Alguna vez, creí ser inmune a esa fuerza intensa y poderosa que todo lo atraviesa con su paso arrollador. Ingenuamente, sentía que nunca podría ser víctima de ella. Cual guacho pistola, con aire sobrador, negaba su posible aparición y las eventuales consecuencias que ello acarrearía. Niños, adolescentes, adultos, incluso ancianos, han sufrido sus irrupciones. Sin embargo, continuaba reacio a aceptar esta dura y cruda realidad, encerrado en un tupper de metro 90 por unos 80 cm de ancho.
Hasta que un día llegó.
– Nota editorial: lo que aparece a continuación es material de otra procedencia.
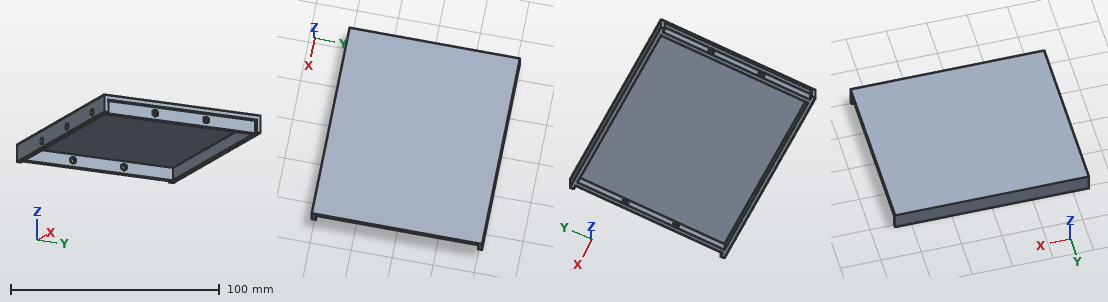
import cadquery as cq

length = 96.0
width = 83.0
height = 8.5
side_wall = 2.0
top_thickness = 2.3

end_recess = 2.0
end_wall = 2.0

hole_diameter = 3.0
hole_height = 3.4
side_hole_pitch = 27.5
first_side_hole_x = -20.6
end_hole_pitch = 27.1

inner_width = width - 2 * side_wall
inner_height = height - top_thickness


def block(size_x, size_y, size_z):
    """Block centred in X and Y, standing on the Z = 0 plane."""
    return cq.Workplane("XY").box(size_x, size_y, size_z, centered=(True, True, False))


def make_channel():
    """Top plate with a wall along each long side."""
    return block(length, width, height).cut(block(length, inner_width, inner_height))


def make_end_walls():
    """Two cross walls between the side walls, set in from the ends."""
    outer_length = length - 2 * end_recess
    inner_length = outer_length - 2 * end_wall
    outer = block(outer_length, inner_width, inner_height)
    return outer.cut(block(inner_length, inner_width, inner_height))


def make_side_holes():
    """Row of three holes through the -Y side wall."""
    positions = [(first_side_hole_x + i * side_hole_pitch, hole_height) for i in range(3)]
    return (
        cq.Workplane("XZ", origin=(0, -width / 2 + side_wall, 0))
        .pushPoints(positions)
        .circle(hole_diameter / 2)
        .extrude(side_wall)
    )


def make_end_holes():
    """Two holes running along X through both end walls."""
    positions = [(side * end_hole_pitch / 2, hole_height) for side in (-1, 1)]
    return (
        cq.Workplane("YZ", origin=(-length / 2, 0, 0))
        .pushPoints(positions)
        .circle(hole_diameter / 2)
        .extrude(length)
    )


body = make_channel().union(make_end_walls())
result = body.cut(make_side_holes()).cut(make_end_holes())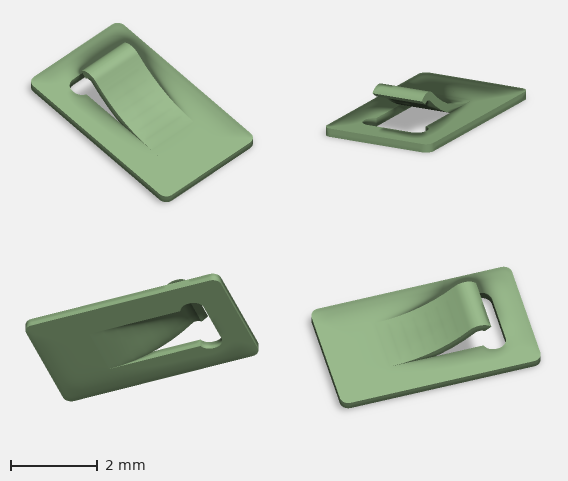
import cadquery as cq
import math

plate_length = 4.8
plate_width = 2.8
thickness = 0.2
corner_radius = 0.2

slot_x = -1.465
slot_width = 0.555
slot_length = 1.64
slot_corner_radius = 0.25

tongue_width = 1.295
tongue_root_x = 1.4
bend_start_x = 1.055
crest_height = 1.0
rise_radius = 2.93
curl_radius = 0.345
crest_flat = 0.02
tip_angle = 54.0

rise_center_z = thickness + rise_radius
curl_center_z = crest_height - curl_radius
center_rise = rise_center_z - curl_center_z
center_run = math.sqrt((rise_radius + curl_radius) ** 2 - center_rise**2)
curl_center_x = bend_start_x - center_run
tip_center_x = curl_center_x - crest_flat
rise_angle = math.degrees(math.atan2(center_run, center_rise))


def on_rise(radius, angle):
    """Point on the rising bend, at an angle from its lowest point toward the tip."""
    turn = math.radians(angle)
    return (bend_start_x - radius * math.sin(turn), rise_center_z - radius * math.cos(turn))


def on_curl(center_x, radius, angle):
    """Point on the curl, at an angle from its crest, positive toward the root."""
    turn = math.radians(angle)
    return (center_x + radius * math.sin(turn), curl_center_z + radius * math.cos(turn))


def make_tongue():
    """Sheet strip that is flat at the root, rises in a bend and curls over at the tip."""
    lower_rise = rise_radius + thickness
    inner_curl = curl_radius - thickness
    profile = (
        cq.Workplane("XZ")
        .moveTo(tongue_root_x, 0)
        .lineTo(tongue_root_x, thickness)
        .lineTo(bend_start_x, thickness)
        .threePointArc(on_rise(rise_radius, rise_angle / 2), on_rise(rise_radius, rise_angle))
        .threePointArc(
            on_curl(curl_center_x, curl_radius, rise_angle / 2),
            on_curl(curl_center_x, curl_radius, 0),
        )
        .lineTo(*on_curl(tip_center_x, curl_radius, 0))
        .threePointArc(
            on_curl(tip_center_x, curl_radius, -tip_angle / 2),
            on_curl(tip_center_x, curl_radius, -tip_angle),
        )
        .lineTo(*on_curl(tip_center_x, inner_curl, -tip_angle))
        .threePointArc(
            on_curl(tip_center_x, inner_curl, -tip_angle / 2),
            on_curl(tip_center_x, inner_curl, 0),
        )
        .lineTo(*on_curl(curl_center_x, inner_curl, 0))
        .threePointArc(
            on_curl(curl_center_x, inner_curl, rise_angle / 2),
            on_curl(curl_center_x, inner_curl, rise_angle),
        )
        .threePointArc(on_rise(lower_rise, rise_angle / 2), on_rise(lower_rise, 0))
        .close()
    )
    return profile.extrude(tongue_width / 2, both=True).solids()


def make_plate():
    """Rounded plate with a window for the tongue that opens into the cross slot."""
    base = (
        cq.Workplane("XY")
        .rect(plate_length, plate_width)
        .extrude(thickness)
        .edges("|Z")
        .fillet(corner_radius)
    )
    slot = (
        cq.Workplane("XY")
        .center(slot_x, 0)
        .rect(slot_width, slot_length)
        .extrude(thickness)
        .edges("|Z")
        .fillet(slot_corner_radius)
    )
    window_length = tongue_root_x - slot_x
    window = (
        cq.Workplane("XY")
        .center(slot_x + window_length / 2, 0)
        .rect(window_length, tongue_width)
        .extrude(thickness)
    )
    return base.cut(slot).cut(window).solids()


plate = make_plate()
tongue = make_tongue()

result = cq.Compound.makeCompound([plate.val(), tongue.val()])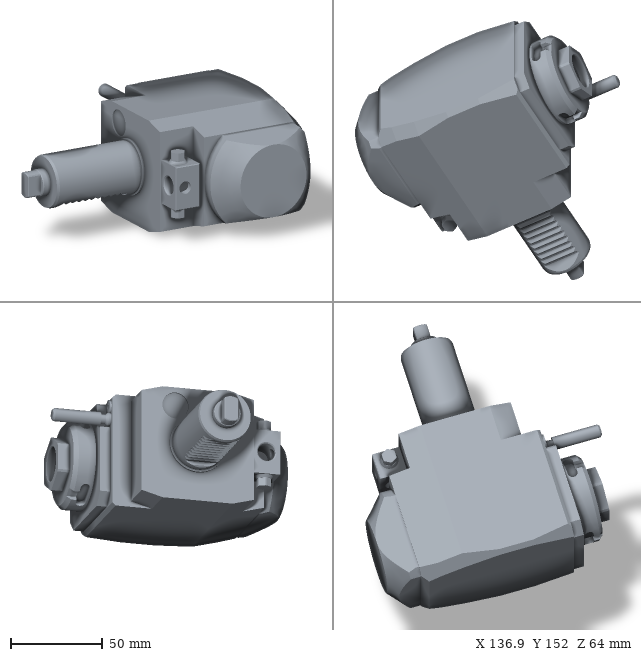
import cadquery as cq
import math


BODY_HEIGHT = 64.0
HALF_HEIGHT = BODY_HEIGHT / 2
BODY_LEFT = -42.3
BODY_RIGHT = 44.2
BODY_BACK = 85.1
FLANGE_LEFT = -31.8
FLANGE_RIGHT = 32.4
FLANGE_DEPTH = 21.1
SPINDLE_Y = 55.0
TAPER = math.tan(math.radians(15))
TAPER_START = 20.2
CAP_RIGHT = 61.7
CUT_SIZE = 91.2


def taper_height(x):
    """Half height of the sloped top and bottom at the given X."""
    return HALF_HEIGHT - TAPER * (x - TAPER_START)


def cylinder_x(x_start, x_end, radius, y=SPINDLE_Y, z=0.0):
    return cq.Workplane("YZ", origin=(x_start, y, z)).circle(radius).extrude(x_end - x_start)


def revolve_x(outline, y=SPINDLE_Y, z=0.0):
    """Revolve (x, radius) points about an axis along X."""
    return cq.Workplane("XY", origin=(0, y, z)).polyline(outline).close().revolve(360, (0, 0, 0), (1, 0, 0))


def extrude_z(outline, half_height):
    return cq.Workplane("XY").polyline(outline).close().extrude(half_height, both=True)


def rounded_hex(plane, across_flats, corner_diameter, length):
    """Hexagon bar with two corners on the plane's Y axis and all corners turned down."""
    hexagon = plane.polygon(6, across_flats / math.cos(math.pi / 6)).extrude(length)
    corner_turn = 30
    origin = plane.plane.origin
    hexagon = hexagon.rotate(origin, origin + plane.plane.zDir, corner_turn)
    return hexagon.intersect(plane.circle(corner_diameter / 2).extrude(length))


def make_body():
    outline = [
        (FLANGE_LEFT, 0), (FLANGE_RIGHT, 0),
        (FLANGE_RIGHT, FLANGE_DEPTH), (BODY_RIGHT, FLANGE_DEPTH),
        (BODY_RIGHT, BODY_BACK), (BODY_LEFT, BODY_BACK),
        (BODY_LEFT, FLANGE_DEPTH), (FLANGE_LEFT, FLANGE_DEPTH),
    ]
    body = extrude_z(outline, HALF_HEIGHT)

    left_edge_chamfer = 1.8
    body = body.faces("<X").edges("|Y").chamfer(left_edge_chamfer)
    right_corner_chamfer = 3.5
    body = body.faces(">X").edges(">Y").chamfer(right_corner_chamfer)

    slope_profile = [
        (TAPER_START, HALF_HEIGHT), (CUT_SIZE, taper_height(CUT_SIZE)), (CUT_SIZE, HALF_HEIGHT),
    ]
    slope = cq.Workplane("XZ").polyline(slope_profile).close().extrude(-CUT_SIZE)

    flange_taper_start = -19.8
    flange_drop = TAPER * (flange_taper_start - FLANGE_LEFT)
    flange_profile = [
        (flange_taper_start, HALF_HEIGHT), (FLANGE_LEFT, HALF_HEIGHT - flange_drop),
        (FLANGE_LEFT, HALF_HEIGHT),
    ]
    flange_slope = cq.Workplane("XZ").polyline(flange_profile).close().extrude(-FLANGE_DEPTH)

    facets = [(BODY_LEFT, 6.2), (-19.8, 2.5), (0.0, 2.5), (20.0, 6.0), (34.0, 9.5), (BODY_RIGHT, 13.8)]
    facet_outline = [(x, -leg / math.sqrt(2)) for x, leg in facets]
    clearance = 1.5
    facet_outline += [(BODY_RIGHT, clearance), (BODY_LEFT, clearance)]
    back_plane = cq.Plane(origin=(0, BODY_BACK, HALF_HEIGHT), xDir=(1, 0, 0), normal=(0, -1, 1))
    back_chamfer = cq.Workplane(back_plane).polyline(facet_outline).close().extrude(CUT_SIZE / 2, both=True)

    for cutter in (slope, flange_slope, back_chamfer):
        body = body.cut(cutter).cut(cutter.mirror("XY"))

    recess_x = -12.5
    recess_z = 21.6
    recess_radius = 7.5
    recess_depth = 0.9
    recess = cq.Workplane("XZ", origin=(recess_x, 0, recess_z)).circle(recess_radius).extrude(-recess_depth)
    return body.cut(recess)


def make_end_cap():
    radius = 33.5
    cone_start = 50.3
    end_radius = taper_height(CAP_RIGHT)
    cap = revolve_x([
        (0, 0), (0, radius), (cone_start, radius), (CAP_RIGHT, end_radius), (CAP_RIGHT, 0),
    ])

    strip_end = 46.0
    strip_height = taper_height(strip_end)
    envelope = [
        (BODY_RIGHT, strip_height), (strip_end, strip_height), (CAP_RIGHT, end_radius),
        (CAP_RIGHT, -end_radius), (strip_end, -strip_height), (BODY_RIGHT, -strip_height),
    ]
    cap_back = 81.3
    return cap.intersect(cq.Workplane("XZ").polyline(envelope).close().extrude(-cap_back))


PLATE_LEFT = -48.0
PIN_Y = 26.5
PIN_Z = 19.0
PIN_RADIUS = 3.6


def make_front_plate():
    size = 58.8
    half_size = size / 2
    corner_chamfer = 6.7
    thickness = BODY_LEFT - PLATE_LEFT
    plate = cq.Workplane("YZ", origin=(PLATE_LEFT, SPINDLE_Y, 0)).rect(size, size)
    plate = plate.extrude(thickness).edges("|X").chamfer(corner_chamfer)

    notch_y = 31.2
    notch_z = 14.3
    notch_chamfer = 1.4
    notch_fillet = 3.0
    notch_outline = [
        (0, notch_z), (notch_y, notch_z), (notch_y, half_size - notch_chamfer),
        (notch_y + notch_chamfer, half_size), (0, half_size),
    ]
    notch = cq.Workplane("YZ", origin=(PLATE_LEFT, 0, 0)).polyline(notch_outline).close().extrude(thickness)
    notch = notch.edges("|X").edges("<Z").edges(">Y").fillet(notch_fillet)
    return plate.cut(notch)


def make_pin_and_screw():
    tip = -75.2
    tip_chamfer = 1.0
    neck_radius = 2.5
    neck_end = -45.0
    pin = revolve_x([
        (tip, 0), (tip, PIN_RADIUS - tip_chamfer), (tip + tip_chamfer, PIN_RADIUS),
        (PLATE_LEFT, PIN_RADIUS), (PLATE_LEFT, neck_radius), (neck_end, neck_radius),
        (neck_end + PIN_RADIUS - neck_radius, PIN_RADIUS), (BODY_LEFT, PIN_RADIUS), (BODY_LEFT, 0),
    ], PIN_Y, PIN_Z)

    screw_z = 26.0
    screw_radius = 4.0
    screw_height = 1.0
    socket_radius = 1.4
    screw_face = BODY_LEFT - screw_height
    screw = cylinder_x(screw_face, BODY_LEFT, screw_radius, PIN_Y, screw_z)
    socket = cylinder_x(screw_face, BODY_LEFT, socket_radius, PIN_Y, screw_z)
    return pin.union(screw.cut(socket))


def make_collet_nut():
    front = -61.0
    back = -48.8
    radius = 24.5
    face_radius = 22.2
    neck_radius = 21.6
    chamfer_length = 2.3
    nut = revolve_x([
        (front, 0), (front, face_radius), (front + chamfer_length, radius),
        (back, radius), (back, neck_radius), (PLATE_LEFT, neck_radius), (PLATE_LEFT, 0),
    ])

    slot_width = 6.2
    slot_floor = 21.6
    pocket_floor = 21.1
    pocket_width = 5.5
    pocket_length = 16.3
    pocket_x = -52.7
    slot_count = 3
    slot = (
        cq.Workplane("XY")
        .box(pocket_x - front, radius - slot_floor, slot_width, centered=(False, False, True))
        .translate((front, SPINDLE_Y + slot_floor, 0))
    )
    pocket = (
        cq.Workplane("XZ", origin=(pocket_x, SPINDLE_Y, 0))
        .slot2D(pocket_length, pocket_width, 90)
        .extrude(-radius)
        .cut(cylinder_x(front, back, pocket_floor))
    )
    cutter = slot.union(pocket)
    for index in range(slot_count):
        angle = index * 360 / slot_count
        nut = nut.cut(cutter.rotate((0, SPINDLE_Y, 0), (1, SPINDLE_Y, 0), angle))

    nose_front = -67.5
    nose_flats = 26.9
    nose_corner_diameter = 30.2
    bore_radius = 9.5
    bore_depth = 4.9
    bore_chamfer = 0.5
    nose_plane = cq.Workplane("YZ", origin=(nose_front, SPINDLE_Y, 0))
    nose = rounded_hex(nose_plane, nose_flats, nose_corner_diameter, front - nose_front)
    bore = cylinder_x(nose_front, nose_front + bore_depth, bore_radius)
    bore_rim = cq.selectors.RadiusNthSelector(0)
    nose = nose.cut(bore).faces("<X").edges("%CIRCLE").edges(bore_rim).chamfer(bore_chamfer)
    return nut.union(nose)


def make_shank():
    diameter = 30.0
    radius = diameter / 2
    shank_end = -54.7
    end_chamfer_length = 1.5
    end_radius = 14.5
    collar_diameter = 31.8
    collar_radius = collar_diameter / 2
    collar_length = 1.4
    groove_radius = 14.7
    groove_end = -2.3
    stub_radius = 7.6
    stub_end = -59.3
    tang_end = -66.9
    tang_diameter = 14.5
    tang_width = 7.9
    edge_chamfer = 0.5

    outline = [
        (0, 0), (collar_radius, 0), (collar_radius, -collar_length), (groove_radius, -collar_length),
        (groove_radius, groove_end), (radius, groove_end), (radius, shank_end + end_chamfer_length),
        (end_radius, shank_end), (stub_radius, shank_end), (stub_radius, stub_end + edge_chamfer),
        (stub_radius - edge_chamfer, stub_end), (0, stub_end),
    ]
    shank = cq.Workplane("XY").polyline(outline).close().revolve(360, (0, 0, 0), (0, 1, 0))

    tang_length = stub_end - tang_end
    tang = cq.Workplane("XZ", origin=(0, stub_end, 0)).circle(tang_diameter / 2).extrude(tang_length)
    flats = cq.Workplane("XZ", origin=(0, stub_end, 0)).rect(tang_width, CUT_SIZE).extrude(tang_length)
    tang = tang.intersect(flats).edges("|Y").chamfer(edge_chamfer)
    tang = tang.faces("<Y").edges().chamfer(edge_chamfer)

    valley_count = 10
    first_valley = -11.5
    last_valley = -47.7
    valley_pitch = (first_valley - last_valley) / (valley_count - 1)
    valley_width = 0.9
    valley_z = -10.5
    land_z = -12.0
    land_start = -7.0
    start_chamfer = 0.9
    flank = valley_z - land_z
    last_valley_end = last_valley - valley_width / 2

    teeth = [
        (land_start + start_chamfer, -radius), (land_start, start_chamfer - radius), (land_start, land_z),
    ]
    for index in range(valley_count):
        valley = first_valley - index * valley_pitch
        start = valley + valley_width / 2
        end = valley - valley_width / 2
        teeth += [(start + flank, land_z), (start, valley_z), (end, valley_z)]
        if index < valley_count - 1:
            teeth.append((end - flank, land_z))
    teeth.append((last_valley_end - (radius + valley_z), -radius))
    clearance = 1.5
    teeth += [(teeth[-1][0], -radius - clearance), (teeth[0][0], -radius - clearance)]
    rack = cq.Workplane("YZ").polyline(teeth).close().extrude(CUT_SIZE, both=True)
    return shank.cut(rack).union(tang)


def make_coolant_block():
    right = 48.0
    front = 1.0
    back = 16.3
    half_height = 12.5
    edge_chamfer = 0.5
    port_x = 40.0
    port_y = 7.0
    block = (
        cq.Workplane("XY")
        .box(right - FLANGE_RIGHT, back - front, 2 * half_height, centered=(False, False, True))
        .translate((FLANGE_RIGHT, front, 0))
        .faces(">X").edges().chamfer(edge_chamfer)
    )

    port_radius = 5.0
    port_chamfer = 0.6
    side_port_radius = 3.6
    port = cq.Workplane("XZ", origin=(port_x, front, 0)).circle(port_radius).extrude(front - back)
    countersink = (
        cq.Workplane("XZ", origin=(port_x, front, 0))
        .circle(port_radius + port_chamfer)
        .workplane(offset=-port_chamfer)
        .circle(port_radius)
        .loft()
    )
    side_port = cylinder_x(port_x, right, side_port_radius, port_y)
    block = block.cut(port).cut(countersink).cut(side_port)

    flange_radius = 5.2
    flange_height = 1.5
    hex_flats = 7.5
    hex_corner_diameter = 8.2
    hex_height = 4.7
    plug_flange = (
        cq.Workplane("XY", origin=(port_x, port_y, half_height))
        .circle(flange_radius)
        .workplane(offset=flange_height)
        .circle(hex_corner_diameter / 2)
        .loft()
    )
    head_plane = cq.Workplane("XY", origin=(port_x, port_y, half_height + flange_height))
    plug = plug_flange.union(rounded_hex(head_plane, hex_flats, hex_corner_diameter, hex_height))
    return block.union(plug).union(plug.mirror("XY"))


result = (
    make_body()
    .union(make_end_cap())
    .union(make_front_plate())
    .union(make_collet_nut())
    .union(make_pin_and_screw())
    .union(make_shank())
    .union(make_coolant_block())
)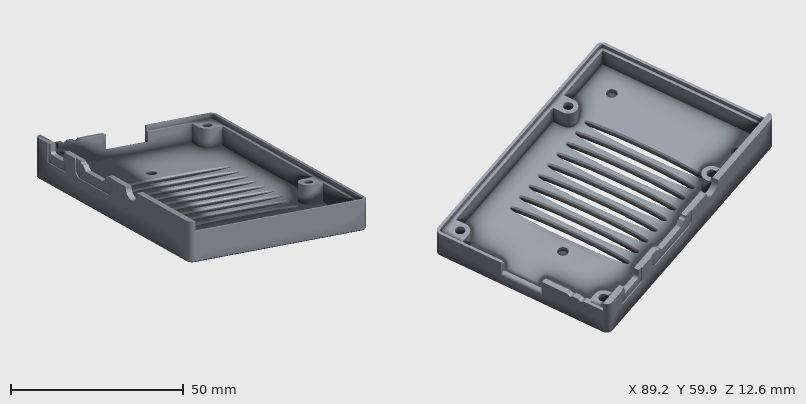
import cadquery as cq

length = 89.2
depth = 59.9
front_height = 12.6
rim_height = 9.45
front_wall = 2.0
back_wall = 2.0
side_wall = 1.8
floor = 2.0
corner_radius = 2.0
bottom_chamfer = 0.4

lip = 0.9
ledge_height = 7.9

boss_radius = 2.9
screw_diameter = 3.0
screw_columns = (5.5, 63.6)
screw_inset = 5.35
screw_rows = (screw_inset, depth - screw_inset)

pin_diameter = 3.4
pin_depth = 1.6
pin_centres = ((19.2, 28.0), (79.2, 6.6), (79.2, 49.6))

vent_count = 9
vent_pitch = 5.0
first_vent_x = 25.7
vent_y = depth / 2
vent_length = 40.5
vent_width = 2.85
vent_chamfer = 0.45

recess_depth = 0.3
usb_centre = 12.7
usb_recess_width = 10.4
usb_recess_drop = 6.0
usb_width = 7.85
usb_drop = 3.1
usb_radius = 1.0
hdmi_centre = 34.1
hdmi_recess_width = 21.4
hdmi_recess_drop = 5.5
hdmi_recess_radius = 2.5
hdmi_width = 15.5
hdmi_shoulder_width = 13.0
hdmi_shoulder_drop = 0.9
hdmi_drop = 2.4
hdmi_radius = 0.7
jack_x = 55.6
jack_radius = 3.2

card_start = 22.9
card_end = 37.0
card_sill = 4.55
sill_radius = 1.0
thick_wall_start = 6.9
groove_centres = (9.6, 13.3)
groove_radius = 1.0
groove_drop = 0.6


def box(x0, x1, y0, y1, z0, z1):
    """Axis-aligned box between two opposite corners."""
    return cq.Workplane("XY").box(x1 - x0, y1 - y0, z1 - z0, centered=False).translate((x0, y0, z0))


def front_notch(centre, width, drop, radius, reach):
    """Cutter open at the front wall's top, with rounded lower corners, reaching in from y = 0."""
    cutter = box(centre - width / 2, centre + width / 2, 0, reach, front_height - drop, front_height)
    if radius:
        cutter = cutter.edges("|Y and <Z").fillet(radius)
    return cutter


def make_shell():
    shell = box(0, length, 0, depth, 0, front_height).edges("|Z").fillet(corner_radius)
    shell = shell.faces("<Z").edges().chamfer(bottom_chamfer)
    shell = shell.cut(box(0, length, front_wall, depth, rim_height, front_height))
    shell = shell.cut(box(side_wall, length - side_wall, front_wall, depth - back_wall, floor, front_height))
    rabbet = box(lip, length - lip, front_wall, depth - lip, ledge_height, front_height)
    rabbet = rabbet.edges("|Z and >Y").fillet(corner_radius - lip)
    shell = shell.cut(rabbet)
    return shell.union(box(0, side_wall, thick_wall_start, card_start, ledge_height, rim_height))


def make_bosses():
    """Round bosses joined to the front or back wall; the left pair also fills the corners."""
    left_x = screw_columns[0]
    front_y = screw_rows[0]
    bosses = cq.Workplane("XY")
    for x in screw_columns:
        for y in screw_rows:
            web_start = lip if x == left_x else x - boss_radius
            wall_y = front_wall if y == front_y else depth - back_wall
            post = cq.Workplane("XY").circle(boss_radius).extrude(ledge_height).translate((x, y, 0))
            web = box(web_start, x + boss_radius, min(y, wall_y), max(y, wall_y), floor, ledge_height)
            bosses = bosses.add(post).add(web)
            if x == left_x:
                side_web = box(lip, x, y - boss_radius, y + boss_radius, floor, ledge_height)
                bosses = bosses.add(side_web)
    return bosses.combine()


def make_vents():
    """Straight elliptical cutters with a 45 degree flare of constant width at the floor's top."""
    half_width = vent_width / 2
    half_length = vent_length / 2
    straight = cq.Workplane("XY").ellipse(half_width, half_length).extrude(floor)
    flare = (
        cq.Workplane("XY", origin=(0, 0, floor - vent_chamfer))
        .ellipse(half_width, half_length)
        .extrude(vent_chamfer, taper=-45)
    )
    vent = straight.union(flare)
    vents = cq.Workplane("XY")
    for i in range(vent_count):
        vents = vents.add(vent.translate((first_vent_x + i * vent_pitch, vent_y, 0)))
    return vents.combine()


def make_hdmi_opening():
    """Shouldered slot through the front wall with 45 degree flanks below the shoulders."""
    upper = front_notch(hdmi_centre, hdmi_width, hdmi_shoulder_drop, hdmi_radius, front_wall)
    half_shoulder = hdmi_shoulder_width / 2
    half_bottom = half_shoulder - (hdmi_drop - hdmi_shoulder_drop)
    lower = (
        cq.Workplane("XZ")
        .moveTo(hdmi_centre - half_shoulder, front_height - hdmi_shoulder_drop)
        .lineTo(hdmi_centre - half_bottom, front_height - hdmi_drop)
        .lineTo(hdmi_centre + half_bottom, front_height - hdmi_drop)
        .lineTo(hdmi_centre + half_shoulder, front_height - hdmi_shoulder_drop)
        .close()
        .extrude(-front_wall)
        .faces("<Z")
        .edges("|Y")
        .fillet(hdmi_radius)
    )
    return upper.union(lower)


def make_front_openings():
    jack = (
        cq.Workplane("XZ", origin=(jack_x, 0, front_height))
        .circle(jack_radius)
        .extrude(-front_wall)
    )
    return (
        front_notch(usb_centre, usb_recess_width, usb_recess_drop, 0, recess_depth)
        .union(front_notch(usb_centre, usb_width, usb_drop, usb_radius, front_wall))
        .union(front_notch(hdmi_centre, hdmi_recess_width, hdmi_recess_drop, hdmi_recess_radius, recess_depth))
        .union(make_hdmi_opening())
        .union(jack)
    )


def make_card_opening():
    """Left-wall opening whose sill rounds over at the outside."""
    opening = box(0, side_wall, card_start, card_end, card_sill, rim_height)
    round_over = box(0, sill_radius, card_start, card_end, card_sill - sill_radius, card_sill)
    sill = (
        cq.Workplane("XZ", origin=(sill_radius, card_start, card_sill - sill_radius))
        .circle(sill_radius)
        .extrude(card_start - card_end)
    )
    return opening.union(round_over.cut(sill))


def make_grooves():
    centre_z = rim_height - groove_drop + groove_radius
    centres = [(y, centre_z) for y in groove_centres]
    return cq.Workplane("YZ").pushPoints(centres).circle(groove_radius).extrude(side_wall)


screw_centres = [(x, y) for x in screw_columns for y in screw_rows]
screw_holes = cq.Workplane("XY").pushPoints(screw_centres).circle(screw_diameter / 2).extrude(ledge_height)
pin_holes = (
    cq.Workplane("XY", origin=(0, 0, floor - pin_depth))
    .pushPoints(pin_centres)
    .circle(pin_diameter / 2)
    .extrude(pin_depth)
)

result = (
    make_shell()
    .union(make_bosses())
    .cut(screw_holes)
    .cut(pin_holes)
    .cut(make_vents())
    .cut(make_front_openings())
    .cut(make_card_opening())
    .cut(make_grooves())
)

Sin golpear la puerta, se mandó. Una torrencial lluvia, hizo sublime su entrada a mis aposentos. A la vez que una prolija alfombra de pétalos de rosas formaba el camino a transitar, hasta dar conmigo. Vestido de blanco, podía destacarse, a simple vista, el orificio cubierto por un rojo sangre, que se enmarcaba sobre su pecho izquierdo. Allí comencé a tirar mis cartas. Jesús, rotundamente no era. Tampoco, el Ángel Gabriel. Me quedaban, el Hada Madrina y Julián Weich, que caería con su Sorpresa y ½. Inmediatamente, desistí de cualquier otro intento por adivinar su identidad.
-¿Te das por vencido?, preguntó con voz socarrona. -Soy el AMOR, manifestó.
Charla va, charla viene. Entre amargos mates, me convenció de que no era uno de esos gitanos que recorren el interior del país vendiendo autos, que acusan papelería floja. Claramente, se trataba ni más ni menos de aquél amor que viene a sanar un corazón roto, averiado, devastado vaya uno a saber por qué.
Dicho esto, me despido humildemente convocando a fieles y otros tantos, a no temerle al amor. Vamos, adelante. Quien sabe, puede estar a la vuelta de la esquina. De última, proba a mitad de cuadra. Vos velo, si te beneficea.